I tried using the TraceAligner with something like this because hmmalign() would not give the desired metrics (?):

    seq_block = pyhmmer.easel.DigitalSequenceBlock(alphabet, seq)
    aligner = pyhmmer.plan7.TraceAligner(posteriors=True)
    traces = aligner.compute_traces(hmm=hmm, sequences=seq_block)
    msa = aligner.align_traces(hmm=hmm, sequences=seq_block, traces=traces)
    scores = [trace.expected_accuracy() for trace in traces]

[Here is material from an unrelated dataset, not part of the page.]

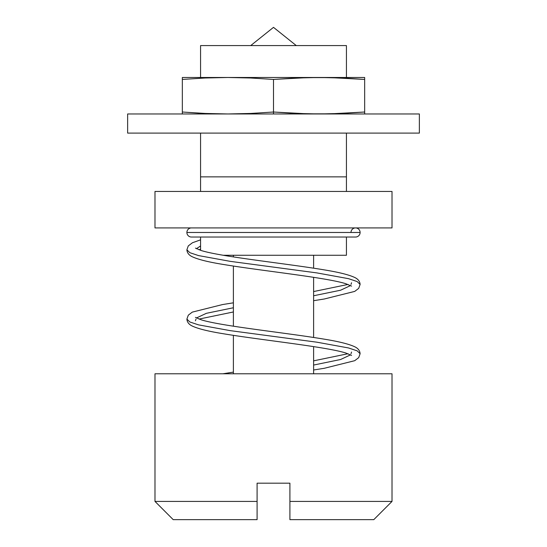 <?xml version="1.0" encoding="UTF-8"?>
<svg xmlns="http://www.w3.org/2000/svg" width="547" height="547" viewBox="0 0 547 547"><rect width="100%" height="100%" fill="white"/><g stroke="black" fill="none" stroke-linecap="round" stroke-linejoin="round"><path stroke-width="0.82" d="M233.384 255.264L233.384 256.912L233.384 255.264M233.384 266.054L233.384 326.197L233.384 266.054M233.384 335.338L233.384 373.786L233.384 335.338M313.616 373.786L313.616 346.613L313.616 373.786M313.616 337.472L313.616 277.322L313.616 337.472M313.616 268.187L313.616 255.264L313.616 268.187M273.5 27.35L250.711 45.586L273.5 27.35L296.289 45.586L273.5 27.35M289.91 483.186L289.91 501.414L392.014 501.414L392.014 373.786L154.986 373.786L154.986 501.414L257.09 501.414L257.09 483.186L289.91 483.186L289.91 519.65L373.786 519.65L289.91 519.65L289.91 501.414L392.014 501.414L392.014 373.786L154.986 373.786L154.986 501.414L173.214 519.65L154.986 501.414L257.09 501.414L257.09 483.186L289.91 483.186M257.09 519.65L173.214 519.65L257.09 519.65L257.09 501.414L257.09 519.65M200.564 45.586L200.564 77.489L200.564 45.586L346.436 45.586L200.564 45.586M200.564 113.229L182.336 112.019L182.336 113.961M200.564 133.106L200.564 191.45L200.564 176.866L346.436 176.866L346.436 133.106L346.436 191.45L346.436 176.866L200.564 176.866L200.564 133.106M346.436 78.221L364.664 79.431L364.664 77.489L182.336 77.489L182.336 79.431L205.125 78.002L227.914 77.489L250.711 78.002L273.5 79.431L307.688 77.619L330.477 77.619L364.664 79.431L364.664 112.019L330.477 113.831L307.688 113.831L273.5 112.019L250.711 113.448L227.914 113.961L205.125 113.448L182.336 112.019L182.336 79.431L205.125 78.002L227.914 77.489L182.336 77.489M346.436 77.489L346.436 45.586L346.436 77.489M154.986 191.45L154.986 227.914L392.014 227.914L392.014 191.45L154.986 191.45L392.014 191.45L392.014 227.914L154.986 227.914L154.986 191.45M200.564 237.036L200.564 250.335L200.564 237.036M346.436 255.264L346.436 237.036L346.436 255.264L223.244 255.264L346.436 255.264M419.364 133.106L419.364 113.961L127.636 113.961L127.636 133.106L419.364 133.106L127.636 133.106L127.636 113.961L419.364 113.961L419.364 133.106M273.5 113.961L273.5 112.019L273.5 113.961M364.664 113.961L364.664 112.019L341.875 113.448L319.086 113.961L296.289 113.448L273.5 112.019L273.5 79.431L296.289 78.002L319.086 77.489L227.914 77.489L250.711 78.002L273.5 79.431L273.5 112.019L250.711 113.448L227.914 113.961L205.125 113.448L182.336 112.019L182.336 113.448M364.664 77.489L319.086 77.489L341.875 78.002L364.664 79.431L364.664 78.002M182.336 78.002L182.336 112.019M364.664 113.448L364.664 79.431M350.989 232.475A4.561 4.561 0 0 1 355.55 227.914A4.561 4.561 0 0 1 360.111 232.475A4.561 4.561 0 0 0 355.55 227.914M186.889 232.475A4.561 4.561 0 0 1 191.45 227.914A4.561 4.561 0 0 0 186.889 232.475L360.111 232.475L186.889 232.475A4.561 4.561 0 0 0 191.45 237.036A4.561 4.561 0 0 1 186.889 232.475M200.564 245.986L196.4 248.7L200.564 245.986M350.6 285.534L340.61 290.211L313.616 295.763L340.61 290.211L350.6 285.534M233.384 307.756L206.39 313.308L196.4 317.992L206.39 313.308L233.384 307.756M350.6 354.818L340.61 359.502L313.616 365.054L340.61 359.502L350.6 354.818M195.436 317.383L201.364 319.865C221.426 326.135 286.108 332.767 324.357 339.181C338.771 341.519 348.89 344.042 354.716 346.757C358.1 348.357 359.892 350.682 360.111 353.724L357.157 350.839L348.507 347.954L316.802 342.176L230.198 330.634L198.493 324.856L189.843 321.971L186.889 319.086L189.843 321.971L198.493 324.856L230.198 330.634L316.802 342.176L348.507 347.954L357.157 350.839L360.111 353.724L358.688 357.656L354.716 360.692L324.357 368.275L313.616 369.984M195.436 248.099L201.364 250.574C221.426 256.851 286.108 263.483 324.357 269.897C338.771 272.235 348.89 274.758 354.716 277.473C358.1 279.073 359.892 281.39 360.111 284.44L357.157 281.555L348.507 278.669L316.802 272.891L230.198 261.343L198.493 255.572L189.843 252.687L186.889 249.794L189.843 252.687L198.493 255.572L230.198 261.343L316.802 272.891L348.507 278.669L357.157 281.555L360.111 284.44L358.688 288.372L354.716 291.407L324.357 298.983L313.616 300.693M355.55 237.036A4.561 4.561 0 0 0 360.111 232.475A4.561 4.561 0 0 1 355.55 237.036L191.45 237.036M373.786 519.65L392.014 501.414M200.564 249.261L198.978 249.794M351.564 286.136L345.636 283.661C325.574 277.391 260.892 270.751 222.643 264.345C208.229 262.006 198.11 259.476 192.284 256.762C188.9 255.169 187.108 252.844 186.889 249.794L188.271 245.918L192.441 242.752L200.564 239.846M196.011 319.086L195.436 320.781M198.978 319.086L233.384 311.968M351.564 355.427L345.636 352.945C325.574 346.675 260.892 340.043 222.643 333.629C208.229 331.291 198.11 328.768 192.284 326.053C188.9 324.453 187.108 322.128 186.889 319.086L188.312 315.154L192.284 312.118L222.643 304.535L233.384 302.826M350.989 353.724L351.564 352.029M348.022 353.724L313.616 360.842M233.384 372.117L222.889 373.786M350.989 284.44L351.564 282.744M348.022 284.44L313.616 291.558"/></g></svg>
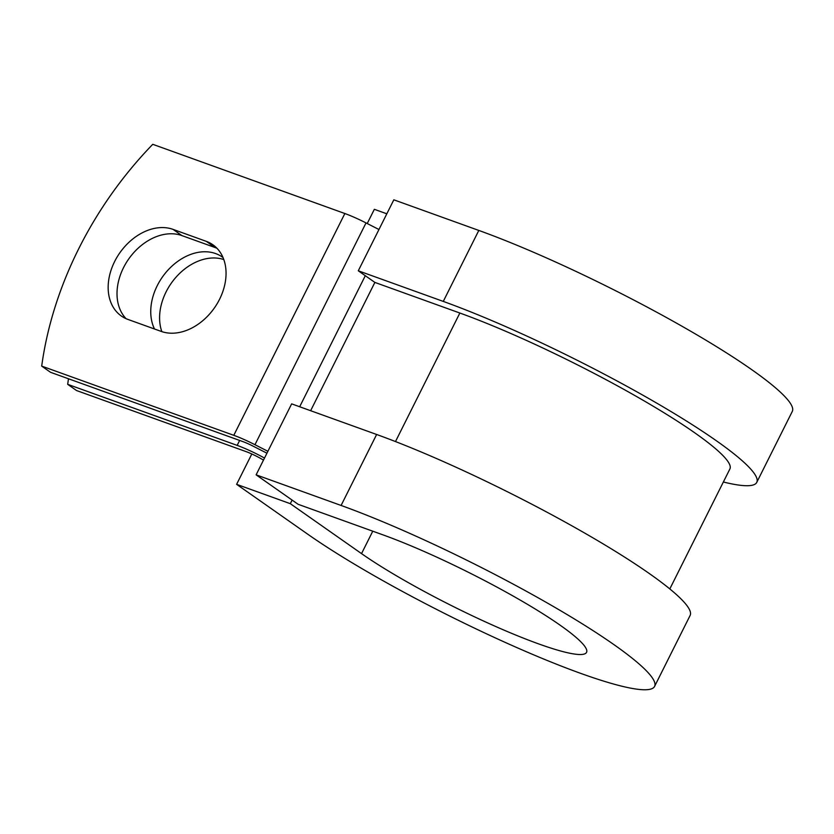 <?xml version="1.0" encoding="UTF-8"?>
<svg xmlns="http://www.w3.org/2000/svg" width="834" height="834" viewBox="0 0 834 834"><rect width="100%" height="100%" fill="white"/><g stroke="black" fill="none" stroke-linecap="round" stroke-linejoin="round"><path stroke-width="1.25" d="M114.654 261.49A50.801 37.509 -55 0 0 121.337 316.003A50.801 37.509 -55 0 0 127.956 319.432L161.16 331.39A50.801 37.509 -55 0 0 217.153 303.68A50.801 37.509 -55 0 0 212.878 244.769A50.801 37.509 -55 0 0 206.259 241.339L173.055 229.381A50.801 37.509 -55 0 0 114.654 261.49M216.996 248.303A50.801 37.509 -55 0 0 215.099 247.542L181.895 235.584A50.801 37.509 -55 0 0 123.505 267.693A50.801 37.509 -55 0 0 126.07 318.671M161.838 331.63A50.801 37.509 125 0 1 166.091 291.89A50.801 37.509 125 0 1 223.804 259.551M154.488 328.982A50.801 37.509 125 0 1 157.24 285.687A50.801 37.509 125 0 1 222.261 257.008A50.801 37.509 125 0 1 223.043 257.57M68.492 378.772A312.833 230.945 -55 0 0 67.69 384.328L237.169 445.387A32.036 4.253 26.6 0 1 264.514 458.054M67.69 384.328L76.53 390.531L246.02 451.59A16.013 2.127 26.6 0 1 263.481 460.118M378.959 229.517L366.022 222.918A32.036 4.253 -153.4 0 0 344.859 213.525L152.768 144.313A312.833 230.945 125 0 0 41.7 366.105L50.551 372.308L242.642 441.52A16.013 2.127 -153.4 0 1 253.223 446.211L266.943 453.206M267.891 451.309L254.954 444.71A32.036 4.253 -153.4 0 0 233.791 435.317L41.7 366.105M395.493 441.561L459.857 313.031A186.701 24.801 26.6 0 1 641.2 399.184A186.701 24.801 26.6 0 1 729.906 468.927L669.817 588.929M459.857 313.031L374.873 282.413L358.286 270.789L393.825 199.816L478.81 230.434A216.725 28.794 26.6 0 1 689.332 330.441A216.725 28.794 26.6 0 1 792.3 411.402L756.761 482.375A216.725 28.794 26.6 0 1 723.359 482M372.767 531.185L361.539 553.62A140.644 18.682 26.6 0 0 497.898 627.47A140.644 18.682 26.6 0 0 586.552 652.355A140.644 18.682 26.6 0 0 519.728 599.813A140.644 18.682 26.6 0 0 383.108 534.917L298.124 504.299L256.111 474.838L341.096 505.456A216.725 28.794 26.6 0 1 551.608 605.463A216.725 28.794 26.6 0 1 654.575 686.424A216.725 28.794 26.6 0 1 517.966 648.081A216.725 28.794 26.6 0 1 307.84 534.271L236.616 484.335L251.816 453.988M292.108 500.077L290.315 503.684L236.616 484.335M361.539 553.62L290.315 503.684M367.221 223.533L374.341 209.313L386.82 213.806M341.096 505.456L376.634 434.483A216.725 28.794 26.6 0 1 587.146 534.49A216.725 28.794 26.6 0 1 690.125 615.45L654.575 686.424M358.286 270.789L443.271 301.408A216.725 28.794 26.6 0 1 653.783 401.415A216.725 28.794 26.6 0 1 756.761 482.375M376.634 434.483L291.65 403.864L256.111 474.838M233.791 435.317L344.859 213.525M237.169 445.387L239.65 440.446M310.634 410.703L374.873 282.413M299.677 406.752L365.302 275.7M254.954 444.71L366.022 222.918M215.099 247.542L206.259 241.339M181.895 235.584L173.055 229.381M443.271 301.408L478.81 230.434"/></g></svg>

Is there an alternative that you recommend to get various alignment scores for my query sequences? I need all of them scored and typically I am interested in alignment scores, e-values, and other easily available metrics.

Great appreciation!

Peace Paos

althonos commented 1 year ago

Hi Paos, sounds like you want to use hmmsearch or hmmscan here! hmmalign is a very specific case where you have a HMM and sequence which you already know belong to the same sequence family, and you want to use the HMM as a guide for aligning all of them.

Using hmmsearch you will get one TopHits object per input HMM, which will summarize the hits it got to all of your sequences databases, including bitscore, p-value and e-values.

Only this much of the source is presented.